Background Renal cell carcinoma (RCC) comprises five major molecular and histological subtypes. The Birt–Hogg–Dubé (BHD) syndrome is a hereditary human cancer syndrome that predisposes affected individuals to develop renal carcinoma of nearly all subtypes, in addition to benign fibrofolliculomas, and pulmonary and renal cysts. BHD is caused by loss-of-function mutations in the folliculin (FLCN) protein. The molecular function of FLCN is still largely unknown; opposite and conflicting evidence of the role of FLCN in mammalian target of rapamycin signalling/phosphorylated ribosomal protein S6 (p-S6) activation had recently been reported.
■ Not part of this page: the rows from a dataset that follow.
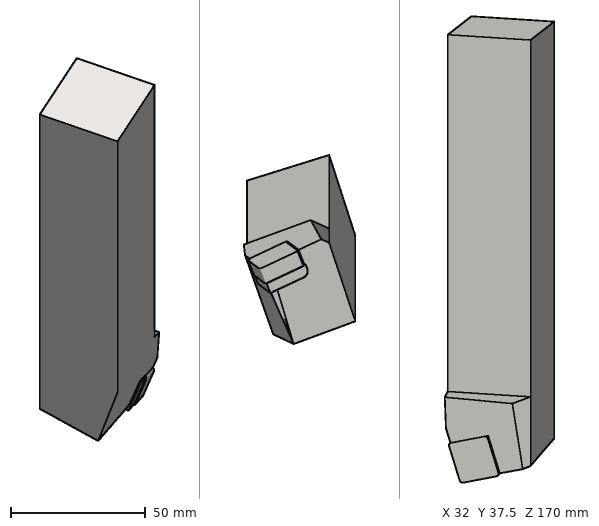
import cadquery as cq
import math

shank = 32.0
length = 170.0
lead_angle = 15.0
clearance_angle = 6.0
nose_x = 24.0
nose_z = 5.1

head_top_z = 34.3
head_top_drop = 1.7
head_bevel_x = 5.5
head_y = 37.4
head_stock = 1.7

insert_side = 16.0
insert_thickness = 6.3
insert_radius = 1.2
tip_x = 27.0
rake_rise_z = 0.13
rake_rise_x = 0.055

pocket_gap = 0.5
seat_depth = 4.2
seat_length = 16.8
seat_setback = 0.5
seat_radius = 2.5

tan_lead = math.tan(math.radians(lead_angle))
cos_lead = math.cos(math.radians(lead_angle))
sin_lead = math.sin(math.radians(lead_angle))

tip_z = -insert_radius * (cos_lead + sin_lead - 1)

edge_y = rake_rise_z * sin_lead + rake_rise_x * cos_lead
rake = cq.Plane(
    origin=(tip_x, shank, tip_z),
    xDir=(-cos_lead, edge_y, sin_lead),
    normal=(rake_rise_x, 1, -rake_rise_z),
)


def block(x, y, z, width, height, depth):
    """Box on the rake plane, from its lower corner."""
    return cq.Workplane(rake).box(width, height, depth, centered=False).translate(
        rake.toWorldCoords((x, y, z)) - rake.origin
    )


def make_blank():
    """Pointed shank with flared flanks and the raised head."""
    margin = length
    pointed = (
        cq.Workplane("XZ")
        .moveTo(nose_x, nose_z)
        .lineTo(nose_x + margin * tan_lead, nose_z + margin)
        .lineTo(-margin, nose_z + margin)
        .lineTo(-margin, nose_z + (nose_x + margin) * tan_lead)
        .close()
        .extrude(-(head_y + head_stock), taper=-clearance_angle)
    )
    bar = cq.Workplane("XY").box(shank, shank, length, centered=False)
    bevel_slope = head_bevel_x / (head_y - shank)
    stock_y = head_y + head_stock
    head_plan = (
        cq.Workplane("XY")
        .moveTo(0, shank)
        .lineTo((stock_y - shank) * bevel_slope, stock_y)
        .lineTo(shank, stock_y)
        .lineTo(shank, shank)
        .close()
        .extrude(head_top_z)
    )
    top_slope = head_top_drop / (head_y - shank)
    head_side = (
        cq.Workplane("YZ")
        .moveTo(shank, 0)
        .lineTo(shank, head_top_z)
        .lineTo(stock_y, head_top_z - (stock_y - shank) * top_slope)
        .lineTo(stock_y, 0)
        .close()
        .extrude(shank)
    )
    return bar.union(head_plan.intersect(head_side)).intersect(pointed)


def make_seat():
    """Pad under the insert, rounded where its floor meets the end wall."""
    size = seat_length - seat_setback
    pad = block(
        seat_setback, seat_setback, -insert_thickness - seat_depth, size, size, seat_depth
    )
    floor_edge = cq.NearestToPointSelector(
        rake.toWorldCoords((seat_length, seat_length / 2, -insert_thickness - seat_depth)).toTuple()
    )
    return pad.edges(floor_edge).fillet(seat_radius)


def make_holder():
    reach = 2 * length
    above_rake = block(-length, -length, 0, reach, reach, length)
    pocket = block(
        -length, -length, -insert_thickness,
        length + insert_side + pocket_gap, length + insert_side, insert_thickness,
    )
    return make_blank().cut(above_rake).cut(pocket).union(make_seat())


def make_insert():
    body = block(0, 0, -insert_thickness, insert_side, insert_side, insert_thickness)
    upright = cq.ParallelDirSelector(rake.zDir)
    return body.edges(upright).fillet(insert_radius)


holder = make_holder()
insert = make_insert()
result = cq.Compound.makeCompound([holder.val(), insert.val()])

Results and Methods Here, the expression pattern of murine Flcn was described, and it was observed that homozygous disruption of Flcn results in embryonic lethality early during development. Importantly, heterozygous animals manifest early preneoplastic kidney lesions, devoid of Flcn expression, that progress towards malignancy, including cystopapillary adenomas. A bona fide tumour suppressor activity of FLCN was confirmed by nude mouse xenograft assays of two human RCC cell lines with either diminished or re-expressed FLCN. It was observed that loss of FLCN expression leads to context-dependent effects on S6 activation. Indeed, solid tumours and normal kidneys show decreased p-S6 upon diminished FLCN expression. Conversely, p-S6 is found to be elevated or absent in FLCN-negative renal cysts.

Conclusion In accordance with clinical data showing distinct renal malignancies arising in BHD patients, in this study FLCN is shown as a general tumour suppressor in the kidney.